The weekly update from the Economic Cycle Research Institute (see chart next page) showed no change. They think we are already in recession. I think we are muddling along and for many it feels like a recession. The good news though is that gasoline prices are lower heading into the summer season. The bad news is that many states have chosen this time to raise gasoline taxes and thus the consumer may never see the benefits.
SYMBOL: SWN
Southwestern Energy reported better than expected first quarter earnings results as the price of natural gas continues to head higher. The Company earned $0.42 per share, which was 4 cents better than consensus estimates. Revenues were down 23 percent from a year ago, yet higher natural gas prices will lead to higher revenues going forward. Management was positive on the conference call, and we expect operations to improve over the course of this year.

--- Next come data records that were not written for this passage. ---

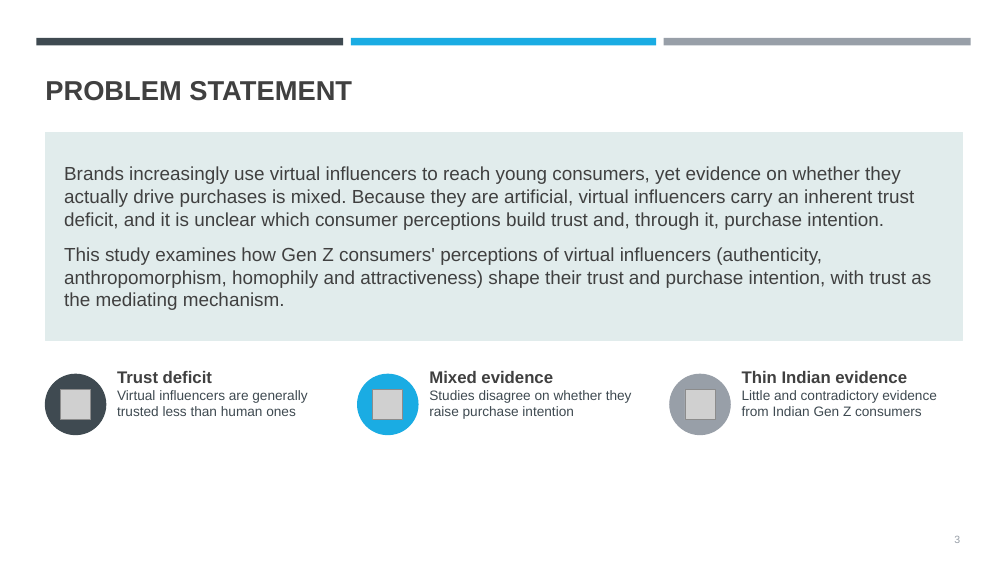
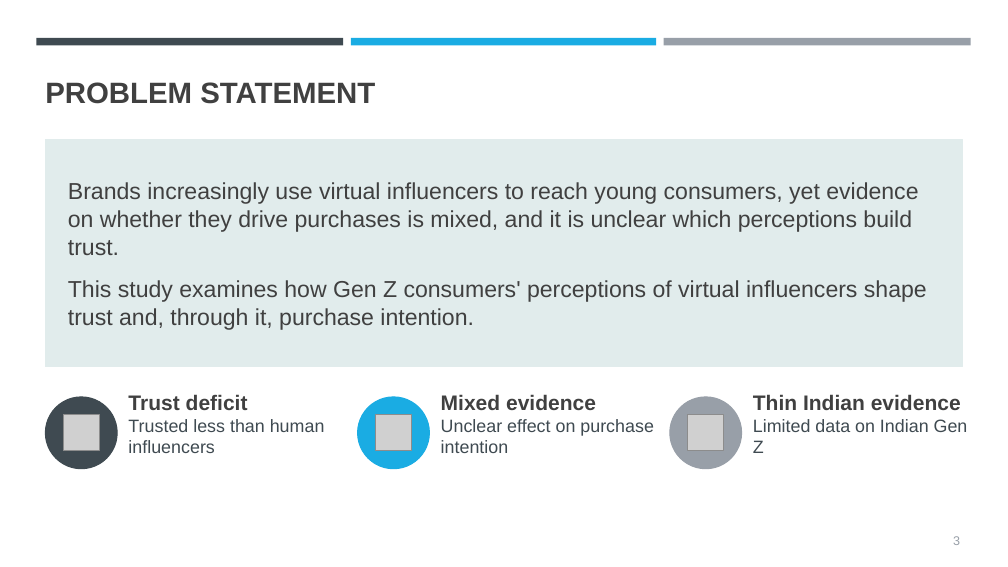
Before and after one commit to Abhiramjayan-versiert/AJ-Claude-, a slide deck: slide 3 of presentation/Virtual_Influencers_Trust_Purchase_Intention_GenZ.pptx. Drawn at 1008x567 pixels with LibreOffice and Linux fonts; fonts in the diff are those of the drawing; grey boxes stand for pictures. Boxes give left, top, right and bottom in pixels: in the first picture for what was removed or moved away, otherwise in the second. Text is boxed around its words. In the diff, an @@ line names an element or a change of style, - is before the commit and + after.

```diff
--- a/presentation/Virtual_Influencers_Trust_Purchase_Intention_GenZ.pptx
+++ b/presentation/Virtual_Influencers_Trust_Purchase_Intention_GenZ.pptx
@@ title "PROBLEM STATEMENT" at box(45, 82, 375, 104): size 26 to 28 pt @@
@@ rectangle: place and size @@
-rectangle at box(45, 132, 963, 340)
+rectangle at box(45, 140, 963, 367)
@@ text at box(68, 182, 927, 330): text changed; size 18 to 22 pt @@
-Brands increasingly use virtual influencers to reach young consumers, yet evidence on whether they actually drive purchases is mixed. Because they are artificial, virtual influencers carry an inherent trust deficit, and it is unclear which consumer perceptions build trust and, through it, purchase intention.
-This study examines how Gen Z consumers' perceptions of virtual influencers (authenticity, anthropomorphism, homophily and attractiveness) shape their trust and purchase intention, with trust as the mediating mechanism.
+Brands increasingly use virtual influencers to reach young consumers, yet evidence on whether they drive purchases is mixed, and it is unclear which perceptions build trust.
+This study examines how Gen Z consumers' perceptions of virtual influencers shape trust and, through it, purchase intention.
@@ text "Trust deficit": place and size @@
-text "Trust deficit" at box(117, 371, 307, 416)
+text "Trust deficit" at box(128, 394, 325, 453)
@@ text "Mixed evidence": place and size @@
-text "Mixed evidence" at box(429, 371, 632, 419)
+text "Mixed evidence" at box(441, 394, 654, 453)
@@ text "Thin Indian evidence": place and size @@
-text "Thin Indian evidence" at box(742, 371, 937, 416)
+text "Thin Indian evidence" at box(753, 394, 968, 453)
@@ ellipse: place and size @@
-ellipse at box(45, 374, 106, 435)
+ellipse at box(45, 397, 117, 469)
@@ picture: place and size @@
-picture at box(60, 389, 91, 420)
+picture at box(64, 415, 99, 451)
@@ text at box(128, 419, 325, 453): text changed; size 13 to 17 pt @@
-Virtual influencers are generally trusted less than human ones
+Trusted less than human influencers
@@ text at box(128, 394, 248, 410): size 16 to 20 pt in "Trust deficit" @@
@@ ellipse: place and size @@
-ellipse at box(358, 374, 418, 435)
+ellipse at box(358, 397, 430, 469)
@@ picture: place and size @@
-picture at box(373, 389, 403, 420)
+picture at box(376, 415, 411, 451)
@@ text at box(441, 419, 654, 453): text changed; size 13 to 17 pt @@
-Studies disagree on whether they raise purchase intention
+Unclear effect on purchase intention
@@ text at box(441, 394, 596, 410): size 16 to 20 pt in "Mixed evidence" @@
@@ ellipse: place and size @@
-ellipse at box(670, 374, 730, 435)
+ellipse at box(670, 397, 742, 469)
@@ picture: place and size @@
-picture at box(685, 389, 715, 420)
+picture at box(688, 415, 724, 451)
@@ text at box(753, 419, 968, 453): text changed; size 13 to 17 pt @@
-Little and contradictory evidence from Indian Gen Z consumers
+Limited data on Indian Gen Z
@@ text at box(753, 394, 961, 410): size 16 to 20 pt in "Thin Indian evidence" @@
@@ page number at box(953, 536, 960, 545): size 10 to 12 pt @@
```
Also in this commit, not shown: 16 other slides changed, 5 slides added.

The Company experienced its highest first quarter cash flow in its history, and we expect that should accelerate in the second half of this year. Southwestern was able to grow its production by 11 percent from the prior year. Management noted that operations improved in both March and April. We believe the Company is undervalued, and the positive trends will lead to a $50 price for shareholders within the next 12 months.
Three-Month Chart
SYMBOL: DUK
Duke Energy reported solid first-quarter earnings results helped by the cold weather this winter and higher retail electric rates. The Company earned $1.02 per share, which was in line with consensus estimates. The colder temperatures throughout the Company’s region led to a sharp increase in the demand for electricity compared to last year.
The Company is petitioning for higher rates in their region, which should lead to higher margins during the second half of this year. The management team also reiterated what we have been hearing from other companies - that business should improve over the course of the year. Even though the shares have had nice run over the past six months, they still yield over 4 percent. As investors continue to seek high-yielding stocks, we believe the shares will rise to $85 within the next 12 months.
Three-Month Chart
SYMBOL: SE
Spectra Energy reported better than expected first-quarter earnings results as demand for natural gas increased due to the cold weather. The Company earned $0.51 per share, which was 3 cents better than consensus estimates. Revenues grew by 3 percent from the prior year, although the Distribution Division experienced 12% EBIT growth due to increased demand.
The conference call with investors was the most positive call we have listened to from the Company in several years. Management is currently investing more than $6 billion in expansion projects, and expects to spend more than $25 billion within the next decade. The shares are undervalued at these levels, and are currently yielding nearly 4 percent. We believe this is a very attractive investment at these levels and expect shares to reach $40 within 12 months.